> [SUPPLIED DATA]
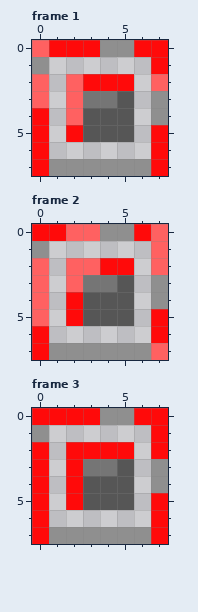
Pixel-art file, stored at virus/virus.aseprite. The first picture shows the starting point.
8x8 pixels, 3 frames. Shown: frame 1, frame 2, frame 3.
Now the later version:
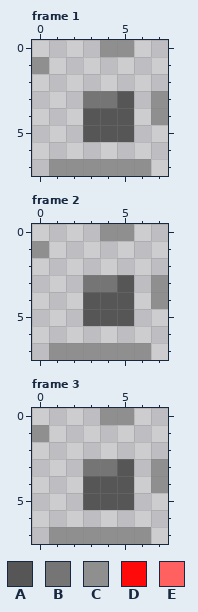
Palette (. is transparent): A #565656  B #757575  C #8f8f8f  D #ff0a0a  E #ff6161
What changed:
layer "ENERGY" now hidden
layer "ENERGY_SIMPLE" now hidden
--- frame 1
@@ x 0..7 @@
-0 EDDDCCDD
-1 C......D
-2 E.EDDD.E
-3 E.EBBA.C
-4 D.EAAA.C
-5 D.DAAA.D
-6 D......D
-7 DCCCCCCD
+0 ....CC..
+1 C.......
+2 ........
+3 ...BBA.C
+4 ...AAA.C
+5 ...AAA..
+6 ........
+7 .CCCCCC.
--- frame 2
@@ x 0..7 @@
-0 DDEECCDE
-1 C......E
-2 E.EEDD.E
-3 E.EBBA.C
-4 E.DAAA.C
-5 E.DAAA.D
-6 D......D
-7 DCCCCCCE
+0 ....CC..
+1 C.......
+2 ........
+3 ...BBA.C
+4 ...AAA.C
+5 ...AAA..
+6 ........
+7 .CCCCCC.
--- frame 3
@@ x 0..7 @@
-0 DDDDCCDD
-1 C......D
-2 D.DDDD.D
-3 D.DBBA.C
-4 D.DAAA.C
-5 D.DAAA.D
-6 D......D
-7 DCCCCCCD
+0 ....CC..
+1 C.......
+2 ........
+3 ...BBA.C
+4 ...AAA.C
+5 ...AAA..
+6 ........
+7 .CCCCCC.
Where, in picture pixels (left, top, right, bottom), the same in both pictures:
erased: (32, 40, 168, 176)
erased: (32, 224, 168, 360)
erased: (32, 408, 168, 544)
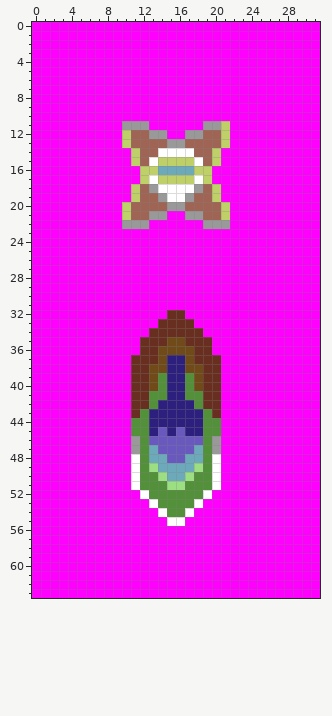
File history of a pixel-art sprite, WarhawkDS/arm9/data/BossBullets.png. The picture above was drawn from the file before the commit.
The file is 32x64 pixels.
New version:
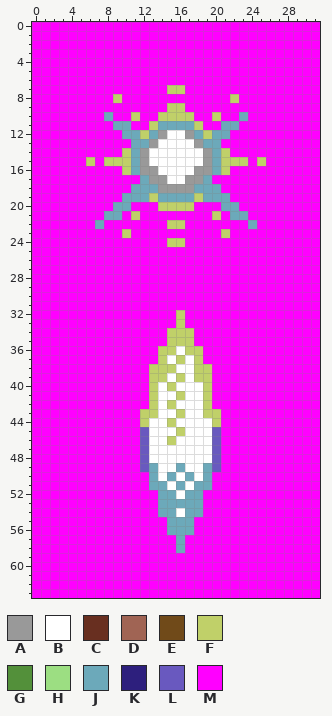
Palette (. is transparent): A #999999  B #ffffff  C #682f20  D #a06454  E #704a19  F #c0d069  G #53903a  H #9cde82  J #6ca9ba  K #2d1f7d  L #6959bf  M #ff00ff
Message: Another big boss... and my new misc2 thingyies
Diff:
Changed rows in their new state; - is an unchanged pixel.
first column x 6:
 7 ---------FF---------
 8 ---F------------F---
 9 ---------FF---------
10 --J--F--FFFF--F--J--
11 ---JJMMFJJJJFMMJJ---
12 ----JJFJ-BB-JFJJ----
13 ----MJJABBBBAJJM----
14 ----FJAB----BAJF----
15 F-FFFJA-BBBB-AJFFF-F
16 ----FJAABBBBAAJF----
17 ------JAABBAAJ------
18 -----JJJAAAAJJJ-----
19 ----JJJFJJJJFJJJ----
20 ---JJMMMFFFFMMMJJ---
21 --JJMFMMM--MMMFMJJ--
22 -J--MMM--FF--MMM--J-
23 ----F----------F----
24 ---------FF---------
first column x 11:
32 ----MF----
33 ---MMFM---
34 --MMFFFM--
35 -MMMFFFMM-
36 -MMFFBFFM-
37 MMMFBFBFMM
38 MMFFFBBFFM
39 MMFFBFBFFM
40 MMFBFBBBFM
41 MMFBBFBBFM
42 MMFBFBBBFM
43 MFFBBFBBFF
44 MFBBFBBBBF
45 MLBBBFBBBL
46 MLBBFBBBBL
47 MLBBBBBBBL
48 MLBBBBBBBL
49 MLJBB-BBJL
50 MMJB-BJBJM
51 MMJJBJBJJM
52 -MMJJBJJM-
53 --MJJJJJ--
54 ---JJBJJ--
55 ----JJJ---
56 ----JJJ---
57 -----J----
58 -----J----
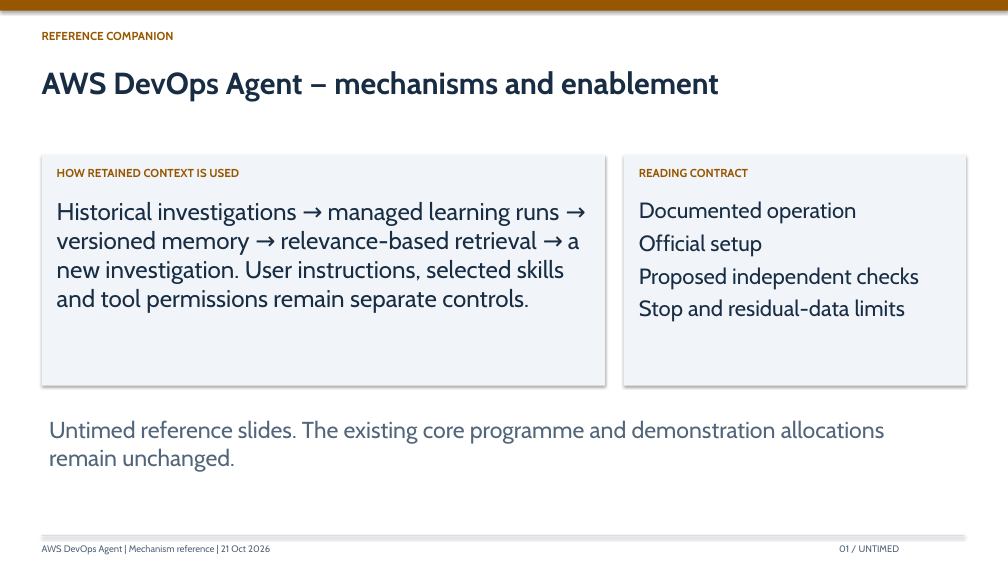
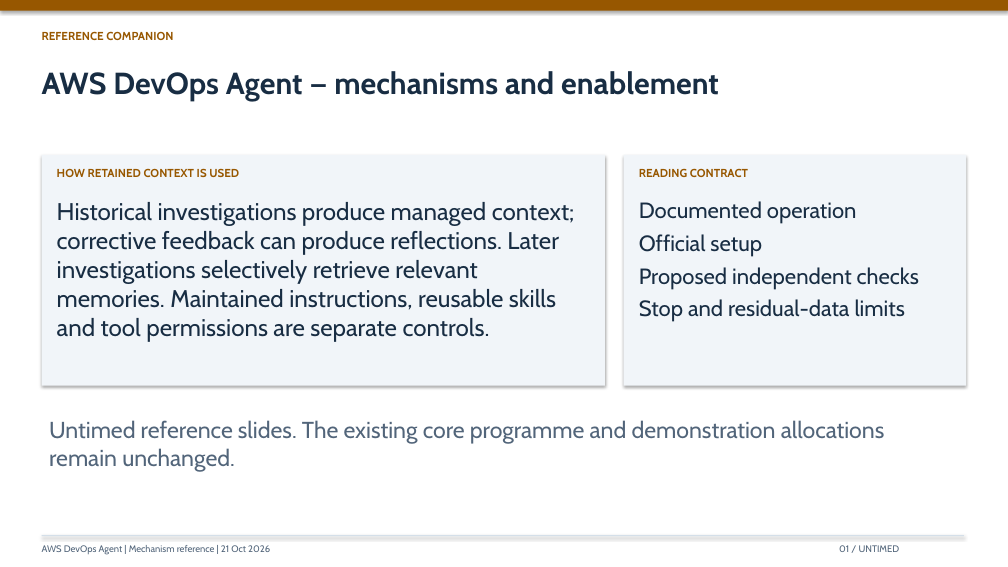
Before and after one commit to lyrel-dev/frontier-agents, a slide deck: slide 1 of presentations/devops-mechanisms-reference.pptx. Drawn at 1008x567 pixels with LibreOffice and Linux fonts; fonts in the diff are those of the drawing. Boxes give left, top, right and bottom in pixels: in the first picture for what was removed or moved away, otherwise in the second. Text is boxed around its words. In the diff, an @@ line names an element or a change of style, - is before the commit and + after.

```diff
--- a/presentations/devops-mechanisms-reference.pptx
+++ b/presentations/devops-mechanisms-reference.pptx
@@ text at (57, 202, 575, 342): text changed @@
-Historical investigations → managed learning runs → versioned memory → relevance-based retrieval → a new investigation. User instructions, selected skills and tool permissions remain separate controls.
+Historical investigations produce managed context; corrective feedback can produce reflections. Later investigations selectively retrieve relevant memories. Maintained instructions, reusable skills and tool permissions are separate controls.
```
Also in this commit, not shown: 4 other slides changed, 1 slide added.
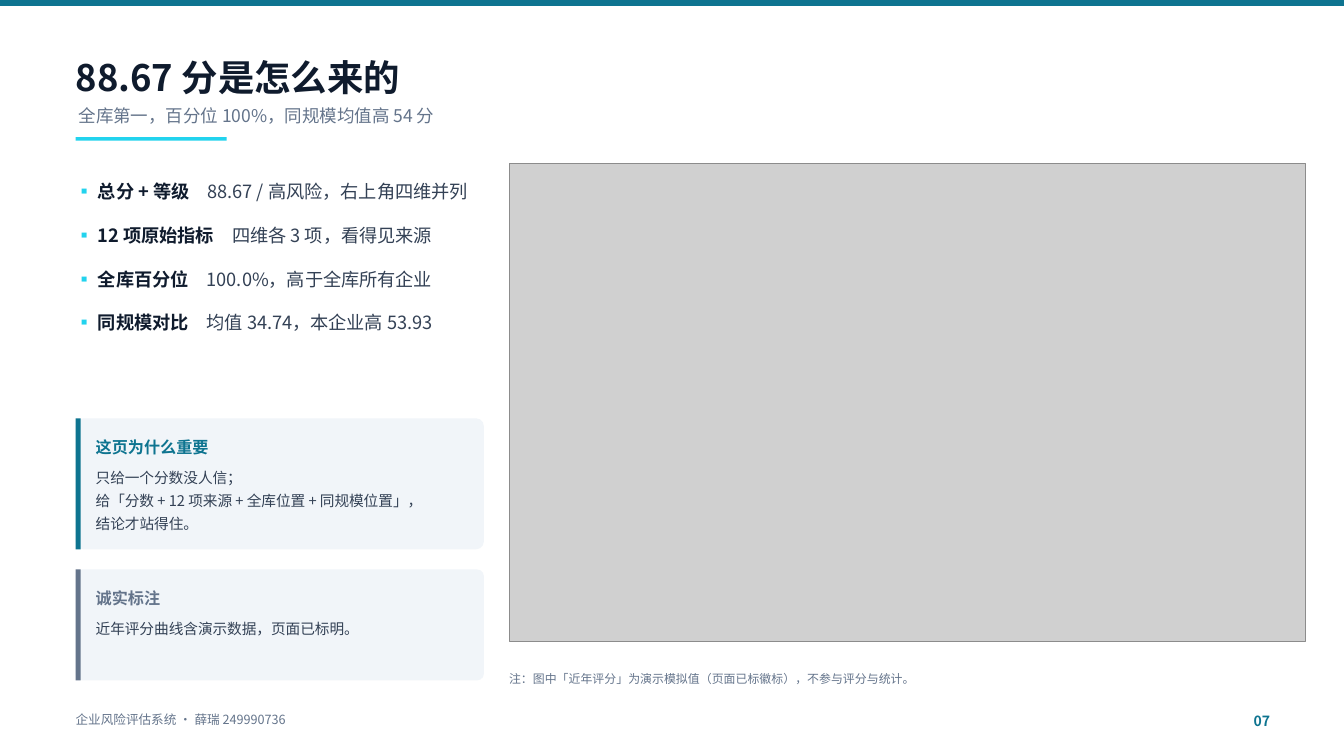
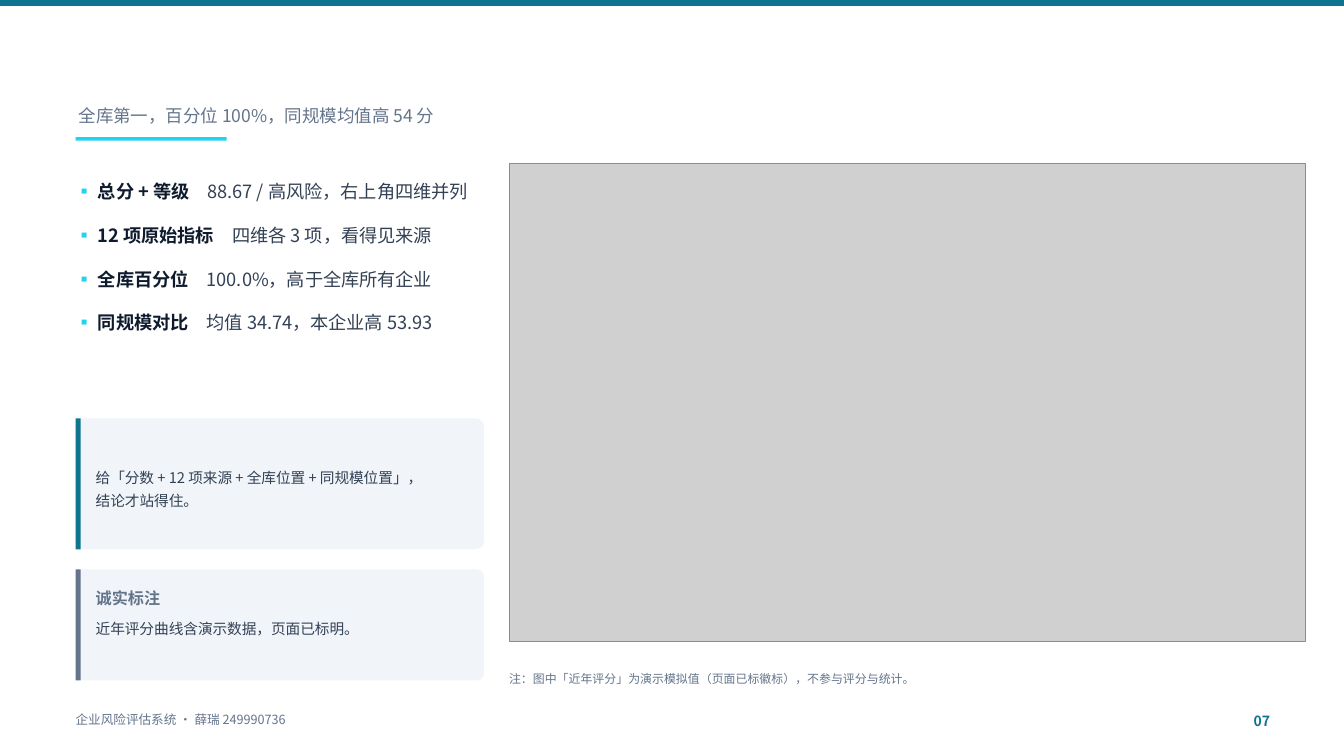
Before and after one commit to pythonlearnerX/enterprise-risk-assessment, a slide deck: slide 7 of 课次/项目17-答辩PPT/企业风险评估系统-答辩汇报-v3.pptx. Drawn at 1344x756 pixels with LibreOffice and Linux fonts; fonts in the diff are those of the drawing; grey boxes stand for pictures. Boxes give left, top, right and bottom in pixels: in the first picture for what was removed or moved away, otherwise in the second. Text is boxed around its words. In the diff, an @@ line names an element or a change of style, - is before the commit and + after.

```diff
--- a/课次/项目17-答辩PPT/企业风险评估系统-答辩汇报-v3.pptx
+++ b/课次/项目17-答辩PPT/企业风险评估系统-答辩汇报-v3.pptx
@@ text removed at (76,60,400,95) @@
-88.67 分是怎么来的
@@ text removed at (96,439,209,455) @@
-这页为什么重要
@@ text at (96,470,242,485): paragraph removed @@
-只给一个分数没人信；
```
Also in this commit, not shown: 12 other slides changed, 11 other files.
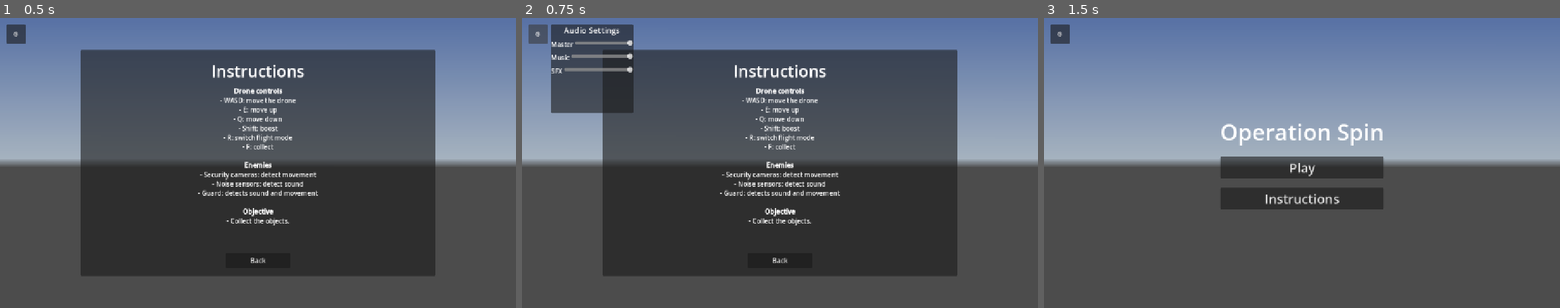
Above: before the commit, frames 1-3 (left to right).
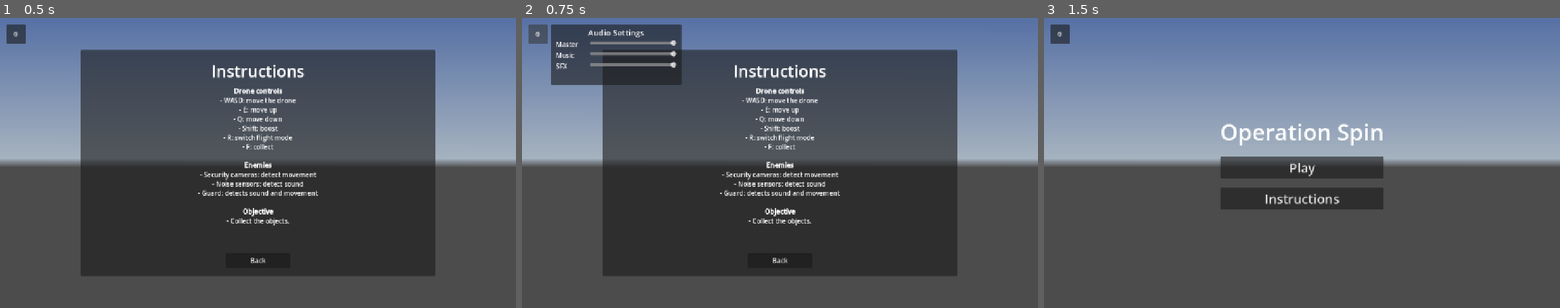
Above: after the commit, the same moments.

Repository: Apmds/operation-spin
Game: Godot game, scene res://src/menus/instructions_menu.tscn
The game is run twice, just before and just after one commit, with the same random seed, the same clock (stepped at 60 frames per second) and the same inputs. This scene is started directly instead of the project's main scene. A sky picture missing from this copy of the repository is replaced by a grey-blue gradient.
Inputs:
- Up to frame 1 (0.5 s): no input
- Up to frame 2 (0.75 s): click "⚙" at 0.5 s
- Up to frame 3 (1.5 s): click "Back" at 1.25 s

Frame 1 is identical in both runs. In frame 2, 4.4% of the frame differs, in the area x 5-31%, y 2-33%; in frame 3, nothing differs.

Commit message:
settings_layout_changes

Diff:
--- a/src/menus/audio_settings_menu.gd
+++ b/src/menus/audio_settings_menu.gd
@@ -4,9 +4,9 @@
 
 @onready var toggle_button: Button = $ToggleButton
 @onready var panel_container: PanelContainer = $PanelContainer
-@onready var master_slider: HSlider = $PanelContainer/VBoxContainer/MasterRow/MasterSlider
-@onready var music_slider: HSlider = $PanelContainer/VBoxContainer/MusicRow/MusicSlider
-@onready var sfx_slider: HSlider = $PanelContainer/VBoxContainer/SFXRow/SFXSlider
+@onready var master_slider: HSlider = $PanelContainer/MarginContainer/VBoxContainer/MasterRow/MasterSlider
+@onready var music_slider: HSlider = $PanelContainer/MarginContainer/VBoxContainer/MusicRow/MusicSlider
+@onready var sfx_slider: HSlider = $PanelContainer/MarginContainer/VBoxContainer/SFXRow/SFXSlider
 
 func _ready() -> void:
 	AudioSettings._ready()
--- a/src/menus/audio_settings_menu.tscn
+++ b/src/menus/audio_settings_menu.tscn
@@ -5,8 +5,8 @@
 [node name="AudioSettingsMenu" type="Control"]
 layout_mode = 3
 anchors_preset = 0
-offset_right = 260.0
-offset_bottom = 220.0
+offset_right = 400.0
+offset_bottom = 150.0
 script = ExtResource("1_9zp2k")
 
 [node name="ToggleButton" type="Button" parent="."]
@@ -19,57 +19,82 @@
 layout_mode = 0
 offset_left = 56.0
 offset_top = 0.0
-offset_right = 260.0
-offset_bottom = 220.0
+offset_right = 380.0
+offset_bottom = 150.0
 
-[node name="VBoxContainer" type="VBoxContainer" parent="PanelContainer"]
+[node name="MarginContainer" type="MarginContainer" parent="PanelContainer"]
 layout_mode = 2
-theme_override_constants/separation = 10
+theme_override_constants/margin_left = 12
+theme_override_constants/margin_top = 6
+theme_override_constants/margin_right = 12
+theme_override_constants/margin_bottom = 6
 
-[node name="TitleLabel" type="Label" parent="PanelContainer/VBoxContainer"]
+[node name="VBoxContainer" type="VBoxContainer" parent="PanelContainer/MarginContainer"]
+layout_mode = 2
+theme_override_constants/separation = 4
+
+[node name="TitleLabel" type="Label" parent="PanelContainer/MarginContainer/VBoxContainer"]
 layout_mode = 2
 theme_override_font_sizes/font_size = 20
 text = "Audio Settings"
 horizontal_alignment = 1
 
-[node name="MasterRow" type="HBoxContainer" parent="PanelContainer/VBoxContainer"]
+[node name="MasterRow" type="HBoxContainer" parent="PanelContainer/MarginContainer/VBoxContainer"]
 layout_mode = 2
+size_flags_horizontal = 3
+theme_override_constants/separation = 12
 
-[node name="Label" type="Label" parent="PanelContainer/VBoxContainer/MasterRow"]
+[node name="Label" type="Label" parent="PanelContainer/MarginContainer/VBoxContainer/MasterRow"]
 layout_mode = 2
+size_flags_horizontal = 1
+size_flags_stretch_ratio = 0.8
+custom_minimum_size = Vector2(72, 0)
 text = "Master"
 
-[node name="MasterSlider" type="HSlider" parent="PanelContainer/VBoxContainer/MasterRow"]
+[node name="MasterSlider" type="HSlider" parent="PanelContainer/MarginContainer/VBoxContainer/MasterRow"]
 layout_mode = 2
 size_flags_horizontal = 3
+size_flags_stretch_ratio = 2.0
 min_value = -80.0
 max_value = 0.0
 value = 0.0
 
-[node name="MusicRow" type="HBoxContainer" parent="PanelContainer/VBoxContainer"]
+[node name="MusicRow" type="HBoxContainer" parent="PanelContainer/MarginContainer/VBoxContainer"]
 layout_mode = 2
+size_flags_horizontal = 3
+theme_override_constants/separation = 12
 
-[node name="Label" type="Label" parent="PanelContainer/VBoxContainer/MusicRow"]
+[node name="Label" type="Label" parent="PanelContainer/MarginContainer/VBoxContainer/MusicRow"]
 layout_mode = 2
+size_flags_horizontal = 1
+size_flags_stretch_ratio = 0.8
+custom_minimum_size = Vector2(72, 0)
 text = "Music"
 
-[node name="MusicSlider" type="HSlider" parent="PanelContainer/VBoxContainer/MusicRow"]
+[node name="MusicSlider" type="HSlider" parent="PanelContainer/MarginContainer/VBoxContainer/MusicRow"]
 layout_mode = 2
 size_flags_horizontal = 3
+size_flags_stretch_ratio = 2.0
 min_value = -80.0
 max_value = 0.0
 value = 0.0
 
-[node name="SFXRow" type="HBoxContainer" parent="PanelContainer/VBoxContainer"]
+[node name="SFXRow" type="HBoxContainer" parent="PanelContainer/MarginContainer/VBoxContainer"]
 layout_mode = 2
+size_flags_horizontal = 3
+theme_override_constants/separation = 12
 
-[node name="Label" type="Label" parent="PanelContainer/VBoxContainer/SFXRow"]
+[node name="Label" type="Label" parent="PanelContainer/MarginContainer/VBoxContainer/SFXRow"]
 layout_mode = 2
+size_flags_horizontal = 1
+size_flags_stretch_ratio = 0.8
+custom_minimum_size = Vector2(72, 0)
 text = "SFX"
 
-[node name="SFXSlider" type="HSlider" parent="PanelContainer/VBoxContainer/SFXRow"]
+[node name="SFXSlider" type="HSlider" parent="PanelContainer/MarginContainer/VBoxContainer/SFXRow"]
 layout_mode = 2
 size_flags_horizontal = 3
+size_flags_stretch_ratio = 2.0
 min_value = -80.0
 max_value = 0.0
 value = 0.0

> [AIM OF THE TASK]
Among the entries above, copy exactly only the lines starting with the one containing "--- a/src/menus/audio_settings_menu.gd" and going through the one containing "PanelContainer = $PanelContainer", both ends included.

> [EXERCISE RESPONSE]
--- a/src/menus/audio_settings_menu.gd
+++ b/src/menus/audio_settings_menu.gd
@@ -4,9 +4,9 @@
 
 @onready var toggle_button: Button = $ToggleButton
 @onready var panel_container: PanelContainer = $PanelContainer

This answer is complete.